Он огляделся в поисках способа добраться к противоположному шпилю. Конечно, сальто-пояс позволял перемахнуть через пропасть одним прыжком, но ценой за это была бы значительная потеря высоты. Он бы снова оказался среди извивающихся теней Аэлиндраха и потерял бы из виду свою цель. Судя по всему, через провал когда-то было перекинуто несколько мостов, но в ходе Разобщения они либо обрушились, либо их разбили падающие обломки. Теперь от них остались только обрубки, торчащие из стены шпиля — дороги в никуда.

В некоторых местах над бездной все еще тянулись нити разорванной паутины из цепей и кабелей. Более прочные звенья уцелели благодаря своей естественной гибкости и потенциально могли послужить мостом для Пестрого. Он подпрыгнул вверх, поймал провод, который был по-прежнему туго натянут, и запрыгнул на него. Затем он побежал по колышущемуся шнуру толщиной в палец быстрым и уверенным шагом, над километровой пропастью, алчно зияющей внизу.

Оказавшись недалеко от любопытной, залитой голубым светом щели, Пестрый почувствовал жизненные искры терпеливых часовых, что скрывались среди разрушенных зданий у ее краев. Он осторожно пошел вперед, свободно скользя меж тенями и ступая кружными тропами, чтобы подобраться поближе к тому, что они охраняли. Часовые были кабалитами со спокойными, дисциплинированными умами и, видимо, хорошо устроились на своих позициях, как будто находились тут уже довольно долго. Бдительность кабалитов была неусыпна, но они явно скучали.

Прирожденная пытливость Пестрого и так была возбуждена, но когда он нашел то, что явно заслуживало, чтобы его охраняли, любопытство стало поистине неконтролируемым.

Тихо, как призрак, Пестрый подтянулся на карнизе разбитого окна, чтобы посмотреть на ближайшего кабалита. Он осторожно выждал, пока тот не переведет взгляд в другое место, а потом заглянул внутрь и долго, внимательно смотрел. Он увидел воина в нефритово-зеленых доспехах, носящего символ в виде черной розы, каждый из лепестков которой напоминал лезвие ножа. Спрыгнув вниз, Пестрый исчез из виду и на миг задумался. Если их просто весело поприветствовать, они, скорее всего, откроют огонь. С другой стороны, можно попробовать прокрасться мимо — вряд ли это будет так уж сложно.
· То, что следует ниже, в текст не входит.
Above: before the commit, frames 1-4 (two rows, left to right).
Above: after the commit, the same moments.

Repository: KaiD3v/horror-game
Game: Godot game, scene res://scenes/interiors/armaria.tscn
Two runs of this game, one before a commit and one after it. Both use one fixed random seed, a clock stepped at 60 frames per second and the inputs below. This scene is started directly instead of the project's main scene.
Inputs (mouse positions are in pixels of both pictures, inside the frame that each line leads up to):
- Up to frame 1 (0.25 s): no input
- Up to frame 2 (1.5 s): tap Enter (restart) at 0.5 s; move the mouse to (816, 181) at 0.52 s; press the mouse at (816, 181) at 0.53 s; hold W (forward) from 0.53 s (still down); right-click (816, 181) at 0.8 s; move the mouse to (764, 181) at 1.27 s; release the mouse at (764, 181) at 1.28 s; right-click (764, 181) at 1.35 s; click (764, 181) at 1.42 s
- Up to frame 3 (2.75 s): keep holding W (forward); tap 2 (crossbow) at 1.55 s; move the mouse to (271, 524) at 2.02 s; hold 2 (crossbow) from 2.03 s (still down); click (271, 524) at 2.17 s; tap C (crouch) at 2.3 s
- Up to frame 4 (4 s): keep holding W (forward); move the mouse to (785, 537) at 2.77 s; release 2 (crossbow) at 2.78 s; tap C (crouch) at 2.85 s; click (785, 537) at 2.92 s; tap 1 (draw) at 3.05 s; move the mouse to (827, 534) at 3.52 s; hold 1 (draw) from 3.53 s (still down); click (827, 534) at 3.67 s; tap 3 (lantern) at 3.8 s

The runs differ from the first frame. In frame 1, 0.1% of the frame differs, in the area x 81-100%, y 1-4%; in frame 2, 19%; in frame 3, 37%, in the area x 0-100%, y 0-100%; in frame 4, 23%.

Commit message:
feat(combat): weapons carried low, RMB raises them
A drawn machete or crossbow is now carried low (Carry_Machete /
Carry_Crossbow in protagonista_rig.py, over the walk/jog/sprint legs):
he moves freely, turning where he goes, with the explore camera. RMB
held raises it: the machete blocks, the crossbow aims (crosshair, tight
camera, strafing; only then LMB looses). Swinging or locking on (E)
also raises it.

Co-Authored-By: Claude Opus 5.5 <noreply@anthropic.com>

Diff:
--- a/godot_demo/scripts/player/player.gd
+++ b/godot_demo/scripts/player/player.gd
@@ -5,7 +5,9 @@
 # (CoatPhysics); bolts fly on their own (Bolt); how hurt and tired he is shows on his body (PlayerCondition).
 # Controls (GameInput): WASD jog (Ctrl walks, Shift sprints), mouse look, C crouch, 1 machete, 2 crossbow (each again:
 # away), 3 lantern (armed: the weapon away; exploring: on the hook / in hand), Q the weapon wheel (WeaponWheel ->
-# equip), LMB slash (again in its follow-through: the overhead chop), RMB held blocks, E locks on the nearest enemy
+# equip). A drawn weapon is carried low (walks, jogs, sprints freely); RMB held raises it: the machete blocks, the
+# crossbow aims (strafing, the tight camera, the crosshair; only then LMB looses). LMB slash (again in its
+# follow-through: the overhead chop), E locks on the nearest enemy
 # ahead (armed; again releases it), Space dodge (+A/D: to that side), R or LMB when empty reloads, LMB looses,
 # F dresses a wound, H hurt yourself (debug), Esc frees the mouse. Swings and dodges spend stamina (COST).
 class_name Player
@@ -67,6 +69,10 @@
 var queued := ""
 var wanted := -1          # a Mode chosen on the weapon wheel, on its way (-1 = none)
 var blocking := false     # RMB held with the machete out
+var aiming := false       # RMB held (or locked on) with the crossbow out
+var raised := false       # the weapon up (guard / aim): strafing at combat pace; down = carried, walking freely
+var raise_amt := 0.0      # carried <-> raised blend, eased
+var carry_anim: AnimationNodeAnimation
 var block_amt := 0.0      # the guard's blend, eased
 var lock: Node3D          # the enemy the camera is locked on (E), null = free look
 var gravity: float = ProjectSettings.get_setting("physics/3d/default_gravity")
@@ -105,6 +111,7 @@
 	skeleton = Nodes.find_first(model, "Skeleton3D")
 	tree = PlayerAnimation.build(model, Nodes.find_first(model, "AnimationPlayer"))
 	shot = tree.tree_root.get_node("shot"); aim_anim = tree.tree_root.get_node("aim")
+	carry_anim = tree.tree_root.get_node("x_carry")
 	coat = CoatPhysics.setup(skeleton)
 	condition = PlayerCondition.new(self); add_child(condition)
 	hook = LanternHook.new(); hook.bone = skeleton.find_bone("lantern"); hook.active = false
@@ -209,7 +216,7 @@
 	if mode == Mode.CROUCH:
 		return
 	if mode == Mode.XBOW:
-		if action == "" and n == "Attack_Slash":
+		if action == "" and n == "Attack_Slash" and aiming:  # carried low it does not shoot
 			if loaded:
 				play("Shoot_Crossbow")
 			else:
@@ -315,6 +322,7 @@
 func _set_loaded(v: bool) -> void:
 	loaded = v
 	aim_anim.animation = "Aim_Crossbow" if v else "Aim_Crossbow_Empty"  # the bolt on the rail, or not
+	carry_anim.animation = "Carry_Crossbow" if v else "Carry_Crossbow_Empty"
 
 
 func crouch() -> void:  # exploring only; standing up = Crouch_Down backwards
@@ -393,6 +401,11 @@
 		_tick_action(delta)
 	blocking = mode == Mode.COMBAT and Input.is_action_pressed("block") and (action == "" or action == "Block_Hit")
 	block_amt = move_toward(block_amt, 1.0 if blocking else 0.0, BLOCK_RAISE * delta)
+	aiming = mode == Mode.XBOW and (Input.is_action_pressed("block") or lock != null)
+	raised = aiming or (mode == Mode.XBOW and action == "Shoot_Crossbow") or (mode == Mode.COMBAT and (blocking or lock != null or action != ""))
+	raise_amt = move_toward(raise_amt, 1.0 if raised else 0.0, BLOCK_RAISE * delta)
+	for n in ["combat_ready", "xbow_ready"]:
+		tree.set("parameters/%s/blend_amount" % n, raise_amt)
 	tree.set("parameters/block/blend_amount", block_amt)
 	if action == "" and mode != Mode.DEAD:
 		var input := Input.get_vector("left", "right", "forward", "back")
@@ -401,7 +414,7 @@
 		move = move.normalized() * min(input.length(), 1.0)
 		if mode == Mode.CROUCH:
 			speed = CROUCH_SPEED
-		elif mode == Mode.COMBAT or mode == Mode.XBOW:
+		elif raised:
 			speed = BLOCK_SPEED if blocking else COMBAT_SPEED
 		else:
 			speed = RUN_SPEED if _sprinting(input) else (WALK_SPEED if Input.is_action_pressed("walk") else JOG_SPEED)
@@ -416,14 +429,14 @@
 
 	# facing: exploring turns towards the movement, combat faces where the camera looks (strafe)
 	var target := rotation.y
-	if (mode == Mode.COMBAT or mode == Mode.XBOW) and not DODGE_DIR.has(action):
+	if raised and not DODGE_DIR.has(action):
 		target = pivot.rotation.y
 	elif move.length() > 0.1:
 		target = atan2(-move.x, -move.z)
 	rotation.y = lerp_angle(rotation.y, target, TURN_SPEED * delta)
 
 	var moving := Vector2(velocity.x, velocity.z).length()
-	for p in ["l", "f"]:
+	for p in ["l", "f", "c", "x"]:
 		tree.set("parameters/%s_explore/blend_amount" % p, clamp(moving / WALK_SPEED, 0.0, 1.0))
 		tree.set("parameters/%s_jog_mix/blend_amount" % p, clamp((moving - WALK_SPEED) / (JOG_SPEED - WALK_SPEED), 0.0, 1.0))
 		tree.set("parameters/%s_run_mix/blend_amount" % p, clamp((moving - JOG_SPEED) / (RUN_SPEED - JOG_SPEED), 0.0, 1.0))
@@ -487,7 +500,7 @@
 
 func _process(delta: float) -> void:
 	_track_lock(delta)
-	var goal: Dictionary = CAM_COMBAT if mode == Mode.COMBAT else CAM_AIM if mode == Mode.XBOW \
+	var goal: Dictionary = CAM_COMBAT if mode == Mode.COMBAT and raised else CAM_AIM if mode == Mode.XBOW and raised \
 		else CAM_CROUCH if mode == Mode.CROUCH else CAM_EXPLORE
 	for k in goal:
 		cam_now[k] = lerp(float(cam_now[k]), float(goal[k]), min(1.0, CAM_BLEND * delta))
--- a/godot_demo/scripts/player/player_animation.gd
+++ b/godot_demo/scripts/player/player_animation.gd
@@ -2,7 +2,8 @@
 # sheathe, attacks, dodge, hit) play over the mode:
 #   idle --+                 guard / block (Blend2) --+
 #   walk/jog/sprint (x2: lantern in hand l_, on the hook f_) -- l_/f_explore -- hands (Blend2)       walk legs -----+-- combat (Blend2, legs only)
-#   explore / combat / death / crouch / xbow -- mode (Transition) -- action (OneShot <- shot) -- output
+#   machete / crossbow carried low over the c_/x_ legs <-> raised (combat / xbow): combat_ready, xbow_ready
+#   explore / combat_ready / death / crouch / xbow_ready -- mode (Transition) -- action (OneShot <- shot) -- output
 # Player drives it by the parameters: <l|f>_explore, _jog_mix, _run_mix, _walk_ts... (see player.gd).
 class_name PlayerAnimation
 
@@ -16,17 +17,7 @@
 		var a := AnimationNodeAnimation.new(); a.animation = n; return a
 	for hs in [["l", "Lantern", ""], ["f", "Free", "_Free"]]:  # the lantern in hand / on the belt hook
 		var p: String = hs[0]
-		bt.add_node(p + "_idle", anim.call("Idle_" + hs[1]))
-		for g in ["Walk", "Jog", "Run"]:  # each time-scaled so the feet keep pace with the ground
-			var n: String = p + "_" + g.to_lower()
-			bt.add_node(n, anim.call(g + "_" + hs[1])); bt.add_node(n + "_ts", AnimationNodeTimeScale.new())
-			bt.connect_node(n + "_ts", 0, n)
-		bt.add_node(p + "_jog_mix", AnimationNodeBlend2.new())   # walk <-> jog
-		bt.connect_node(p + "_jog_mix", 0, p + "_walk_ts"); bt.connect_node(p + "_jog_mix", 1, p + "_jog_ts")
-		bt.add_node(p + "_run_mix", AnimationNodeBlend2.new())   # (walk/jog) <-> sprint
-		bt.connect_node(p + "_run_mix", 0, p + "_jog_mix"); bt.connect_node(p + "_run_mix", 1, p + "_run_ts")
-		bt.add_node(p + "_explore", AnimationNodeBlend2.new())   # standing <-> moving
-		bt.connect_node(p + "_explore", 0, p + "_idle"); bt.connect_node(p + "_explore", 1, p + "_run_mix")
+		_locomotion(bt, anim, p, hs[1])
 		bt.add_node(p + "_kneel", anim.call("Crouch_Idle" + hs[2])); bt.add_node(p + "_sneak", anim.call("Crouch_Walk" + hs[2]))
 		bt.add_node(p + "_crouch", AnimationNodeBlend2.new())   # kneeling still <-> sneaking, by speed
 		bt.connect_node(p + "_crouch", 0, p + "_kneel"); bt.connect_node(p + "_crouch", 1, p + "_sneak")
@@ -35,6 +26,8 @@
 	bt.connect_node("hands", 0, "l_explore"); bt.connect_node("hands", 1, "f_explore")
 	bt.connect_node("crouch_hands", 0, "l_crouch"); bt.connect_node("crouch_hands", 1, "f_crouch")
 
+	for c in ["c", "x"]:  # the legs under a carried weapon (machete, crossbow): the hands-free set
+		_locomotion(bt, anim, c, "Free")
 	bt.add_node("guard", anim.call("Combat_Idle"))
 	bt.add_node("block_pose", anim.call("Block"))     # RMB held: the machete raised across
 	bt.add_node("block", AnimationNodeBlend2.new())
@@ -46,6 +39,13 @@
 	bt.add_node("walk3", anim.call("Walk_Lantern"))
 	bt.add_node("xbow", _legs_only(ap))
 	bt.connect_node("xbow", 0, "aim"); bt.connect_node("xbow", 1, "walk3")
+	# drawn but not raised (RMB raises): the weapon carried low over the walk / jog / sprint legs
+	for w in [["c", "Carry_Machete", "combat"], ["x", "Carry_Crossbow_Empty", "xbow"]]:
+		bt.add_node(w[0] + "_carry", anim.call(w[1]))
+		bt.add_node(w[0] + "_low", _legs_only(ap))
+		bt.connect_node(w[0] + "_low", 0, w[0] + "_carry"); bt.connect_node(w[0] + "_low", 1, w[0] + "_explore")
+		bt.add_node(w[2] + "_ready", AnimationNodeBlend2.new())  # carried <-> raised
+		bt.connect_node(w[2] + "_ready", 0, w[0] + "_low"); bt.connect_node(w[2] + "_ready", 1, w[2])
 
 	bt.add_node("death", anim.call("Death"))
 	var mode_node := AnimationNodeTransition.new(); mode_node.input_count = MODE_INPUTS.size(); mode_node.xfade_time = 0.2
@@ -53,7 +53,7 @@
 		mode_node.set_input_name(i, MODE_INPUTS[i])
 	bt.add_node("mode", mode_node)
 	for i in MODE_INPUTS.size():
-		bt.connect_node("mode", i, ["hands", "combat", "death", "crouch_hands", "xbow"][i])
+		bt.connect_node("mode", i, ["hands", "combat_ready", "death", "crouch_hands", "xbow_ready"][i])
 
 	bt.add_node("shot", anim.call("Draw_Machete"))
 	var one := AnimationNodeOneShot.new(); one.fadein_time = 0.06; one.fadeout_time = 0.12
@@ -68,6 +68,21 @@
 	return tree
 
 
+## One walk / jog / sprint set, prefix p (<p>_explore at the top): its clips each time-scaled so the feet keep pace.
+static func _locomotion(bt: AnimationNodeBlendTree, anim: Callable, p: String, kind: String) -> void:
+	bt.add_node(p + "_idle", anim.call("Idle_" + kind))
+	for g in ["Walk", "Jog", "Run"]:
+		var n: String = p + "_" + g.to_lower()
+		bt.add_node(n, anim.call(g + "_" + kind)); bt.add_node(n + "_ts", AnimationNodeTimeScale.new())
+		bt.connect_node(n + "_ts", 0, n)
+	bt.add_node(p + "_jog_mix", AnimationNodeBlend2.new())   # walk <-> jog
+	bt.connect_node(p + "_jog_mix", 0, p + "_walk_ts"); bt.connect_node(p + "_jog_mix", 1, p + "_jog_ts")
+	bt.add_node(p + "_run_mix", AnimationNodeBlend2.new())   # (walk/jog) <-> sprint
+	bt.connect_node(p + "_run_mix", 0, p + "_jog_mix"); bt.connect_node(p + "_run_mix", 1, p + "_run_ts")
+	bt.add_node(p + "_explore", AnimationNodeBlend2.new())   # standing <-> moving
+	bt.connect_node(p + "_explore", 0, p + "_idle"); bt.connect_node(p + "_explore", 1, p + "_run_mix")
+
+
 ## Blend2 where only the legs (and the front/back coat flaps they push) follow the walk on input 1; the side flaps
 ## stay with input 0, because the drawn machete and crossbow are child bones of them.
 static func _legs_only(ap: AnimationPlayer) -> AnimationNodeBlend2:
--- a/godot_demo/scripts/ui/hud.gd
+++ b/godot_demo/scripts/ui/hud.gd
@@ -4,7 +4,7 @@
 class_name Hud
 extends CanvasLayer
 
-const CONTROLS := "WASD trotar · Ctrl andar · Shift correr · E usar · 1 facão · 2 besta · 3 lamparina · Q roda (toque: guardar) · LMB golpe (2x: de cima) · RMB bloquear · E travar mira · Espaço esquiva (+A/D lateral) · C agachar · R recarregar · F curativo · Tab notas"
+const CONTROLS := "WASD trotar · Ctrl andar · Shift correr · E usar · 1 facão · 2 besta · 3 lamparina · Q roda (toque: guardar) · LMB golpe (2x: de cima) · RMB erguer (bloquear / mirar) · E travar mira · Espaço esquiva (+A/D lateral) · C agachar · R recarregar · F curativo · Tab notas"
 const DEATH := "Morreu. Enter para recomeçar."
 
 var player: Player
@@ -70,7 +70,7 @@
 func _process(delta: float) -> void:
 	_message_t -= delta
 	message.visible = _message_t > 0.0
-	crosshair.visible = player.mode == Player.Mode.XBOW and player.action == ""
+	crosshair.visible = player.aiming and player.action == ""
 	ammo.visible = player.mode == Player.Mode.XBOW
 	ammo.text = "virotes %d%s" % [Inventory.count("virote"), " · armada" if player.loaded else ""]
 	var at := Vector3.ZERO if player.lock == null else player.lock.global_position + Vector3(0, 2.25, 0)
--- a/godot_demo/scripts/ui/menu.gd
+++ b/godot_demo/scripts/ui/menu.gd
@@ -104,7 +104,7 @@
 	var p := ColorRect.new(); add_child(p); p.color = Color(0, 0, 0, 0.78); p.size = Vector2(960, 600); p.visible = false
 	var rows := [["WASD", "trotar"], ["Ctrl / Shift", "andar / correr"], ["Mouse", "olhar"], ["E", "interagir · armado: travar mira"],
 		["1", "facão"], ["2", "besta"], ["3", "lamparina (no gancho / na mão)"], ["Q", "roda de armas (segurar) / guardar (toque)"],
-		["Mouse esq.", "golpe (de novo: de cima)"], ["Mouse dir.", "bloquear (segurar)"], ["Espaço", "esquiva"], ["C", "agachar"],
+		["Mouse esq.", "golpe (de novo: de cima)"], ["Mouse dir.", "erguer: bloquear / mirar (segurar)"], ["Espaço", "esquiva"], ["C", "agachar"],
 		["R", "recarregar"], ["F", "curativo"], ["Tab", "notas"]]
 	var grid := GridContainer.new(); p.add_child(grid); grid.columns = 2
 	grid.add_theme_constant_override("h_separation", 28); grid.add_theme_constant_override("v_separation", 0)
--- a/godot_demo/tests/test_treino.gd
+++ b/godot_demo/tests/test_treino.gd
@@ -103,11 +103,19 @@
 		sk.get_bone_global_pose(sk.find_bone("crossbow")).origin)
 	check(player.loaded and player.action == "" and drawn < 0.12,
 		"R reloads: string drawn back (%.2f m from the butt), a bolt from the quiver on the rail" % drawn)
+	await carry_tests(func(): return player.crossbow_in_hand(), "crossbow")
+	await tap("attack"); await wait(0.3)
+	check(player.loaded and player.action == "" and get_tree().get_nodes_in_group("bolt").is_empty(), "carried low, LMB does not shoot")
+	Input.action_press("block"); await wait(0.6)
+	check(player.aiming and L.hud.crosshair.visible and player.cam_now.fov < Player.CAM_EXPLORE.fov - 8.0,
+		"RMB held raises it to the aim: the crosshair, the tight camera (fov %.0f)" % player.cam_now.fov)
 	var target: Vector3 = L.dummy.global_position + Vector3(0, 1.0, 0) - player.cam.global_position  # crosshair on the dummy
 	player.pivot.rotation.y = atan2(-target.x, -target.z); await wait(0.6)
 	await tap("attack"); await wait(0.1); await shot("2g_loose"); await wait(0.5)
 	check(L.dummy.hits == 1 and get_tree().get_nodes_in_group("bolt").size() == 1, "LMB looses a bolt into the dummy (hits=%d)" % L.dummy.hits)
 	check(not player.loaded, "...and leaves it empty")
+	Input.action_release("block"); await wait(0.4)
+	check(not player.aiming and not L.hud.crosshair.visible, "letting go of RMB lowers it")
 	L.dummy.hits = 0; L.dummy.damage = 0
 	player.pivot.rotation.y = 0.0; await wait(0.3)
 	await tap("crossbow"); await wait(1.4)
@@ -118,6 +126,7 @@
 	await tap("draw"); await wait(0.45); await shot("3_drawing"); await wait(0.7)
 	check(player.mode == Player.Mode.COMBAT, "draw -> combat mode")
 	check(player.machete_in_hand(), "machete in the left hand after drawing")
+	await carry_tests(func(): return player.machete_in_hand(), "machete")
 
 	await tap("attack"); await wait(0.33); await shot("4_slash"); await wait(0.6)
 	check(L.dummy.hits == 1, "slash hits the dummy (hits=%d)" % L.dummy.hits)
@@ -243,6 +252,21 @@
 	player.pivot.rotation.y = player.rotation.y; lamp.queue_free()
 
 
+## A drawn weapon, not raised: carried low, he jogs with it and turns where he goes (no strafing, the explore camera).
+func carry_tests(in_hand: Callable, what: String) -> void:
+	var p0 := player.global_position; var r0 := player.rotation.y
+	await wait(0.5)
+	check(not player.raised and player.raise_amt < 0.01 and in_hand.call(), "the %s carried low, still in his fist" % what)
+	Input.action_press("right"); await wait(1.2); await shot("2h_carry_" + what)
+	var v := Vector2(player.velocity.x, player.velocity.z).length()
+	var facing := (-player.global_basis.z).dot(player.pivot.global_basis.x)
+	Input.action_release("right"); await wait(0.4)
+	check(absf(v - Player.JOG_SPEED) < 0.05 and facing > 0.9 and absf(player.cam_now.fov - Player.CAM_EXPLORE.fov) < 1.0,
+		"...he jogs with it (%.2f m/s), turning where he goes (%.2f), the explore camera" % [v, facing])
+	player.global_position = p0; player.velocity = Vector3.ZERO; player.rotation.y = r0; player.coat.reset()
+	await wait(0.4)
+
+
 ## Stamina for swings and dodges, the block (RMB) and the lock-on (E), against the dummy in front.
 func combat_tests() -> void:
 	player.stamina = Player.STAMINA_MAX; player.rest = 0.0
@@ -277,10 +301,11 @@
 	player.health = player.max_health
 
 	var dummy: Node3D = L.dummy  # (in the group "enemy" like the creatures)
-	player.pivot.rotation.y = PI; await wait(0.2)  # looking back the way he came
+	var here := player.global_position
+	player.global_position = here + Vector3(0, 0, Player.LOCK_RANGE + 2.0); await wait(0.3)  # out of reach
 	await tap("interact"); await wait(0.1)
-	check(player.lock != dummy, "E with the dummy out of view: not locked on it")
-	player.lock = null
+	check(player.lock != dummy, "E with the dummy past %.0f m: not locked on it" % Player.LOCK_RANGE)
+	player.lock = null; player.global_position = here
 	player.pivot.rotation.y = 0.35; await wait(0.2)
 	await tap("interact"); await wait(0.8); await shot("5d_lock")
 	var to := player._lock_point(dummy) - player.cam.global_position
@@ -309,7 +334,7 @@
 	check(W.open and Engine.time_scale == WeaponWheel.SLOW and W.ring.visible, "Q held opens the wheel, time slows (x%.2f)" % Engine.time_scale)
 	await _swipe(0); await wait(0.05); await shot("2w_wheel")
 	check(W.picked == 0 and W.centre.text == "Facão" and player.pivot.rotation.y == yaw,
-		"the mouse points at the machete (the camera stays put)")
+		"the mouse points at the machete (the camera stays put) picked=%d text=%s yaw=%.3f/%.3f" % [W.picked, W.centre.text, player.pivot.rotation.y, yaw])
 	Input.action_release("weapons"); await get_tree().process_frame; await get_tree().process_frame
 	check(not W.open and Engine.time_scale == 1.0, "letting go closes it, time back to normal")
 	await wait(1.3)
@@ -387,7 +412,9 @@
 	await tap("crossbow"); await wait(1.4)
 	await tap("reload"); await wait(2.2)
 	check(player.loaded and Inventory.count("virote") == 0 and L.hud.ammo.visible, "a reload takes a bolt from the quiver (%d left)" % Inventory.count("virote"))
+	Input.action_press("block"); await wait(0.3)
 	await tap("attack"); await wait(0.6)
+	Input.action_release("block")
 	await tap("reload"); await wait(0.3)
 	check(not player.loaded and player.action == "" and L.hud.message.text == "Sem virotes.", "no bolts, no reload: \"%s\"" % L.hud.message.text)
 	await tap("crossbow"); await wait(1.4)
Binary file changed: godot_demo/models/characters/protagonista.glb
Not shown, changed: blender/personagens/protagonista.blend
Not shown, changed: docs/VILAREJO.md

Проблема в том, что он не знал, к чему он вообще собирается прокрасться, в то время как между ним и выходом окажутся сердитые и вооруженные воины.

Был еще один вариант, и он понравился Пестрому, как только возник в его голове.

Озархилх слегка сменил положение и покрепче перехватил осколочную винтовку. Он уже несколько часов не слышал никаких вестей и начинал гадать, смогла ли вообще Хромис вернуться с Центрального пика. То, что они обнаружили, могло быть настолько важным, что ради его сохранности в тайне стоило бы перебить целый кабал.

И сверху и снизу продолжали прибывать слухи: истории о том, что в Верхней Комморре идут бои между Черным Сердцем и восставшими кабалами, которыми руководит Ниос Иллитиан, панические сообщения, что нижний город захвачен мандрагорами или еще кем похуже, новости о поднятии внутренних преград, которые отрезали целые районы, известия о том, что беглые рабы захватили один из портов, предположения, что верховный властелин сошел с ума, или был сожран демонами, или вообще сбежал из города.

Самый безумный слух, который Озархилху довелось лично слышать, говорил, что сам Эль'Уриак восстал из могилы в Шаа-Доме, чтобы обрушить возмездие на город, который погубил его… хотя, по правде говоря, уже ничто не казалось абсолютно невозможным. Пока вокруг творилось такое, они просто торчали возле вскрытого хранилища, словно кучка дураков, только и ждущих, пока их кто-нибудь не перестреляет. Архонта было не видать, и они все чаще ворчали, что пора бы собрать вещи и переместиться в какое-нибудь место, где проще было бы обороняться, пока все это не приутихнет.